Step 1: Understanding FinWorld's RL Architecture
FinWorld's RL trading system consists of several key components:
- Dataset: Loads and processes financial data
- Environment: Simulates trading environment with rewards
- Actor-Critic: Neural networks for policy and value estimation
- PPO Agent: Combines actor and critic for RL training
- Trainer: Manages the training loop and policy updates
Step 1.5: FinWorld's Registry System
FinWorld uses a registry system to manage all components. Here's how it works:
# finworld/registry.py
from mmengine.registry import Registry
# Define registries for different component types
DATASET = Registry('data', locations=['finworld.data'])

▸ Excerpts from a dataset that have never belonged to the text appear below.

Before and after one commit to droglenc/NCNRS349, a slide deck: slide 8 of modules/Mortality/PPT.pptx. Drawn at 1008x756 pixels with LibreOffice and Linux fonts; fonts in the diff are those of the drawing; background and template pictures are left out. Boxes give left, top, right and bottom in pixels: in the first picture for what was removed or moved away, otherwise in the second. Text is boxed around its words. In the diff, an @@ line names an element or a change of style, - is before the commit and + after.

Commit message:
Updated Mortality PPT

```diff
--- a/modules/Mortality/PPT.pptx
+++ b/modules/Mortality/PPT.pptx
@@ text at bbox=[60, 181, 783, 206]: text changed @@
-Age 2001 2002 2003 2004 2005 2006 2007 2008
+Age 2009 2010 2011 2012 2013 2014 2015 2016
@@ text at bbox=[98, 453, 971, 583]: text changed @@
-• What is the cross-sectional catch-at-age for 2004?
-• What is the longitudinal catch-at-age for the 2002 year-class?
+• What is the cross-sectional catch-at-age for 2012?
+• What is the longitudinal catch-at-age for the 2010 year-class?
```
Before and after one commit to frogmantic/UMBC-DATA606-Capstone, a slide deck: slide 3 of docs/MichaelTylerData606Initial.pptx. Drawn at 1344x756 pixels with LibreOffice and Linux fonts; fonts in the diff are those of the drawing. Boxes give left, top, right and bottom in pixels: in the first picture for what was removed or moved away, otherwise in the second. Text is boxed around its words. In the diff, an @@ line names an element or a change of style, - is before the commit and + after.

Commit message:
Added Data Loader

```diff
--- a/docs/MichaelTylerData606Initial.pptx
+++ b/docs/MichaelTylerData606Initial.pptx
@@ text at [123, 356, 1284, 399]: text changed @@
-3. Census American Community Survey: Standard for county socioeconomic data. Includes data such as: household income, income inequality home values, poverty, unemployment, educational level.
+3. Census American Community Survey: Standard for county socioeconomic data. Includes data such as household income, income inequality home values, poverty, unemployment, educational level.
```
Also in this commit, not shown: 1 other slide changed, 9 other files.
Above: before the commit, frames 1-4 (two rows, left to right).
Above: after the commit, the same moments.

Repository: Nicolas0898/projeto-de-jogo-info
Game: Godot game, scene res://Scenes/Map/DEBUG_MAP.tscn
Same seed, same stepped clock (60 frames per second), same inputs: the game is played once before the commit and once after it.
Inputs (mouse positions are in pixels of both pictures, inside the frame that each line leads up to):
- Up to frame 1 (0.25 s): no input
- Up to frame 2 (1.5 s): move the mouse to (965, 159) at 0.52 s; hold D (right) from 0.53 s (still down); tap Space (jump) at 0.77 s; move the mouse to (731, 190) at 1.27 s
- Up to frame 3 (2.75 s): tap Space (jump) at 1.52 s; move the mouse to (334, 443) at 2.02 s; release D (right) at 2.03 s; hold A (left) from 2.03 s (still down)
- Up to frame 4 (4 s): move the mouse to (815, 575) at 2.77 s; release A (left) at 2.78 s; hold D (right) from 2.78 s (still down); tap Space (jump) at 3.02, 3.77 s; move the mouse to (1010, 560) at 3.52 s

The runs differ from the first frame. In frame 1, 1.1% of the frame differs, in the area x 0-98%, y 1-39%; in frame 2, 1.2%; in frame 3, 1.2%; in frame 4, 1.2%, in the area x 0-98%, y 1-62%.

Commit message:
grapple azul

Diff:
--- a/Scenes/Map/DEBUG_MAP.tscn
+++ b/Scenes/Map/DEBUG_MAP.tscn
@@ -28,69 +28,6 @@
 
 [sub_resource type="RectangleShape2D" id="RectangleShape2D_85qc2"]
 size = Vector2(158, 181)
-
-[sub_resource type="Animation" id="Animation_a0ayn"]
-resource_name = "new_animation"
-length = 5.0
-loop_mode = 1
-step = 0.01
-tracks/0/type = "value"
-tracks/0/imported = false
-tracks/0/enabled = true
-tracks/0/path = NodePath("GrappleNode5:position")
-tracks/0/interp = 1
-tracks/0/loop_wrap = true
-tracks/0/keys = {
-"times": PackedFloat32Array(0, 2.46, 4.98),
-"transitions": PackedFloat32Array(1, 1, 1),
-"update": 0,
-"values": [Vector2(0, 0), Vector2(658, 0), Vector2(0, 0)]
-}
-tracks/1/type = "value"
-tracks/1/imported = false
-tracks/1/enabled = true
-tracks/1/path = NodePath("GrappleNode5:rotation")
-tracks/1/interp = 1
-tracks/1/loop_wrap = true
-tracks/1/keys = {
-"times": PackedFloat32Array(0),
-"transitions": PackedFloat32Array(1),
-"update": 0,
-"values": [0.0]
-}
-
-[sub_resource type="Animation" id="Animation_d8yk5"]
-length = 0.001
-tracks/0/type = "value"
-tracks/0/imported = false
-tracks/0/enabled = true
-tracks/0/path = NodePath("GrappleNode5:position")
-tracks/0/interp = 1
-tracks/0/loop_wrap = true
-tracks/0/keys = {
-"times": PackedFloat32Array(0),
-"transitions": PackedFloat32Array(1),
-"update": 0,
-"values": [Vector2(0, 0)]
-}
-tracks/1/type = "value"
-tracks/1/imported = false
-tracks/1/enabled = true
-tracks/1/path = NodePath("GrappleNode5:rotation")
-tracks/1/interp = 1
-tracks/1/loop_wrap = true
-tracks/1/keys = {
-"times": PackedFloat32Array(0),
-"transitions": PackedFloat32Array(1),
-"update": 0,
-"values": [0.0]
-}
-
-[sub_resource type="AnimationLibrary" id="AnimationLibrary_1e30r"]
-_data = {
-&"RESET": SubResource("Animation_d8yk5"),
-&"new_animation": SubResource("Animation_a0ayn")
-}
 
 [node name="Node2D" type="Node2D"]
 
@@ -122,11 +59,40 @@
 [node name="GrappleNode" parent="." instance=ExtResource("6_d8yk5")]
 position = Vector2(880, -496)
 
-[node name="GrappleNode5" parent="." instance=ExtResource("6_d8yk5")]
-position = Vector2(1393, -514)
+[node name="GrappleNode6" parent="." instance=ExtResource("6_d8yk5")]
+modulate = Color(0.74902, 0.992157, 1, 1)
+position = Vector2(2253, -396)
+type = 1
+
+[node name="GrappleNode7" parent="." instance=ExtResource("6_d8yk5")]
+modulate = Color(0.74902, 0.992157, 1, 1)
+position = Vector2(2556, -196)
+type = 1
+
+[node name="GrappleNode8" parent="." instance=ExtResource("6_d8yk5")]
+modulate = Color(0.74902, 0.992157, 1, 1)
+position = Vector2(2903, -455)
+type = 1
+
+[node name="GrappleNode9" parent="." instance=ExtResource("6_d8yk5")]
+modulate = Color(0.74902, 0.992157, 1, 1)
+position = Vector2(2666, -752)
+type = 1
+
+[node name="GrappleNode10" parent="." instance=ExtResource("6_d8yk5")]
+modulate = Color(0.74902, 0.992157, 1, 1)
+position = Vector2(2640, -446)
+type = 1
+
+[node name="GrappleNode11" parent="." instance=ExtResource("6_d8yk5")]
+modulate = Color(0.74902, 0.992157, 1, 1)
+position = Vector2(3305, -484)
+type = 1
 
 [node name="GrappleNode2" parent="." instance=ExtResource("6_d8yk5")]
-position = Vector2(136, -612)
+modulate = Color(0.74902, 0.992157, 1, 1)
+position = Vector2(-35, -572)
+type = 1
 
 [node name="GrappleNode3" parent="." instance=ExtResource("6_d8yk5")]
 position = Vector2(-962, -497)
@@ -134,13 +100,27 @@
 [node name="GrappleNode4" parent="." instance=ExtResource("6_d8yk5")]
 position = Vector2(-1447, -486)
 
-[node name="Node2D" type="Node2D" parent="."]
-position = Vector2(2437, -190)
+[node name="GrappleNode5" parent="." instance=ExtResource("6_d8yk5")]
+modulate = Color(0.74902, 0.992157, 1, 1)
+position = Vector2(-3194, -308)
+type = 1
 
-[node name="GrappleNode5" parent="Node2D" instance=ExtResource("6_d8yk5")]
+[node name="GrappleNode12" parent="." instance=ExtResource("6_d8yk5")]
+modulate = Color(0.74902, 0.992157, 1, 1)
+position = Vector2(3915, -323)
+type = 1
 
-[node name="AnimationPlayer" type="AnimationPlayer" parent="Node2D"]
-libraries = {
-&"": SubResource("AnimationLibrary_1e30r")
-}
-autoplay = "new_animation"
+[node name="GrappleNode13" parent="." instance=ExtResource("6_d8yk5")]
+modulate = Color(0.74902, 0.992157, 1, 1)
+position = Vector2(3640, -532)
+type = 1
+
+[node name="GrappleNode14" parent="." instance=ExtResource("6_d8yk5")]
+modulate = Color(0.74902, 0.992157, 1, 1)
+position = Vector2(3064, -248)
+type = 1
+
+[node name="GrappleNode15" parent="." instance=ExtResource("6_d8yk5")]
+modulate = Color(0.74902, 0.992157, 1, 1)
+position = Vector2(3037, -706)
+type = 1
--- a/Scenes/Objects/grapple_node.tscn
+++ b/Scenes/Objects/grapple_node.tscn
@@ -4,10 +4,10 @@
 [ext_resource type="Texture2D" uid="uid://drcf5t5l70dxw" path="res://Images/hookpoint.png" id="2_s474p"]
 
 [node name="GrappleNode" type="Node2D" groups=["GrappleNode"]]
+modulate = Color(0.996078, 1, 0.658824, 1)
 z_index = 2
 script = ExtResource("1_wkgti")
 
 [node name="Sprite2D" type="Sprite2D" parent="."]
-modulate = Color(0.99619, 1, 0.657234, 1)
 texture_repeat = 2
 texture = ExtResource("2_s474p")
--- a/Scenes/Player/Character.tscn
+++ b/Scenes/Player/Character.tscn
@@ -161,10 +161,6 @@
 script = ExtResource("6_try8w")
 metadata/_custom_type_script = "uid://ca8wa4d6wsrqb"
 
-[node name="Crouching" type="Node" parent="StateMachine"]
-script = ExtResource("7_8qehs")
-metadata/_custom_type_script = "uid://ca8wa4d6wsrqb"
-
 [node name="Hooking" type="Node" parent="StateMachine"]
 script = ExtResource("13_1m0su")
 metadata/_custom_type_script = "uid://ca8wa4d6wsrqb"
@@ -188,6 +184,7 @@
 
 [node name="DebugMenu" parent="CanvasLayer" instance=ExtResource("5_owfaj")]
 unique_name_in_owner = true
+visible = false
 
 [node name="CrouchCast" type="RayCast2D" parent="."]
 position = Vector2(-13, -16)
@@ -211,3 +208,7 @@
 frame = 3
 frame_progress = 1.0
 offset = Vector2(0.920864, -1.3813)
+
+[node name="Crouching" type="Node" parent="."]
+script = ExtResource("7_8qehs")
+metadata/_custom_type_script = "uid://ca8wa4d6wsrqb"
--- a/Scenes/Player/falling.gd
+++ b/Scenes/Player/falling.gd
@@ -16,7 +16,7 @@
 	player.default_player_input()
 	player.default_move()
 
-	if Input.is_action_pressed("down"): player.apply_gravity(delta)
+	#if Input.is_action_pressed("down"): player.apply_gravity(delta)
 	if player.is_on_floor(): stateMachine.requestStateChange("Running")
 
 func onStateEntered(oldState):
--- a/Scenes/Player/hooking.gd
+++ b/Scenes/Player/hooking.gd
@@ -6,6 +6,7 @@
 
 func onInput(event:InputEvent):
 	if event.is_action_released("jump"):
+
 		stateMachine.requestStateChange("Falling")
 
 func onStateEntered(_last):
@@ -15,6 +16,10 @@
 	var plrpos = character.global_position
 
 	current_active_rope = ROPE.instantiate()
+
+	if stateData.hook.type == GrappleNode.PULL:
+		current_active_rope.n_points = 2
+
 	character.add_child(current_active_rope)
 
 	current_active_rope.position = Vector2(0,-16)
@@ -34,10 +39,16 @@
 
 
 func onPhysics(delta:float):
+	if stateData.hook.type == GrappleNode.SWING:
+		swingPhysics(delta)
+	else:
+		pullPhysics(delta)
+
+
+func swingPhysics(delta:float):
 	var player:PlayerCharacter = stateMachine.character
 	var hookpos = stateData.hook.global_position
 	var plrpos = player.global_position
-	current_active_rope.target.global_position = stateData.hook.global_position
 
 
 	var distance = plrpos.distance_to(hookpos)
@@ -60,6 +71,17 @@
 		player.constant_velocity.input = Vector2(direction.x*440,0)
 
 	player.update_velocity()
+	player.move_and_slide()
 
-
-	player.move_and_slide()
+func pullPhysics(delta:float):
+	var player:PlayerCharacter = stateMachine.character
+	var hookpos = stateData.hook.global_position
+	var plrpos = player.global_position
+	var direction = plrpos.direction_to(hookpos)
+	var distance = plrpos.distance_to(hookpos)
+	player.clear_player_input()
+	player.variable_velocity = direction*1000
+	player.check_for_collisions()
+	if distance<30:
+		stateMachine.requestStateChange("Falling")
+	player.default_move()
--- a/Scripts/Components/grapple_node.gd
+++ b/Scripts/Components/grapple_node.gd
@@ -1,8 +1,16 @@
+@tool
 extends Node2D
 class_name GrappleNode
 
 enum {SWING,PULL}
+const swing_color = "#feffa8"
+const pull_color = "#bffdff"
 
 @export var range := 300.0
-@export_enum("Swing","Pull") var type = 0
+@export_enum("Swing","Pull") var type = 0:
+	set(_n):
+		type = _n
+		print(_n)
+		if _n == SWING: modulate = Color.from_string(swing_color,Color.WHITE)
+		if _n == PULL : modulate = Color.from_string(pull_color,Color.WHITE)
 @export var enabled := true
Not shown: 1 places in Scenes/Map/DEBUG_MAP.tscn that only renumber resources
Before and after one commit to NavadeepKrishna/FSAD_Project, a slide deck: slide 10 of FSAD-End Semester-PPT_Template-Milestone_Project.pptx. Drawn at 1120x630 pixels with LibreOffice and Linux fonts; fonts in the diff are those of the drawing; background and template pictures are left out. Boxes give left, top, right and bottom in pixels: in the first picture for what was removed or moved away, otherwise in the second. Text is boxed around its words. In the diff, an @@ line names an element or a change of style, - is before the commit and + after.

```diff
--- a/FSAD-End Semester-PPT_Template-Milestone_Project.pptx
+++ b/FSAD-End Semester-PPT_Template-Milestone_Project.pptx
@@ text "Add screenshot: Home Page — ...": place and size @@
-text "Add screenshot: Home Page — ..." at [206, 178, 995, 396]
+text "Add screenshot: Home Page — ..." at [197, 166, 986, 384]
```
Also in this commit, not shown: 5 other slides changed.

ENVIRONMENT = Registry('environment', locations=['finworld.environment'])
EMBED = Registry('embed', locations=['finworld.models'])
ENCODER = Registry('encoder', locations=['finworld.models'])
DECODER = Registry('decoder', locations=['finworld.models'])
AGENT = Registry('agent', locations=['finworld.agent'])
TRAINER = Registry('trainer', locations=['finworld.trainer'])
TASK = Registry('task', locations=['finworld.task'])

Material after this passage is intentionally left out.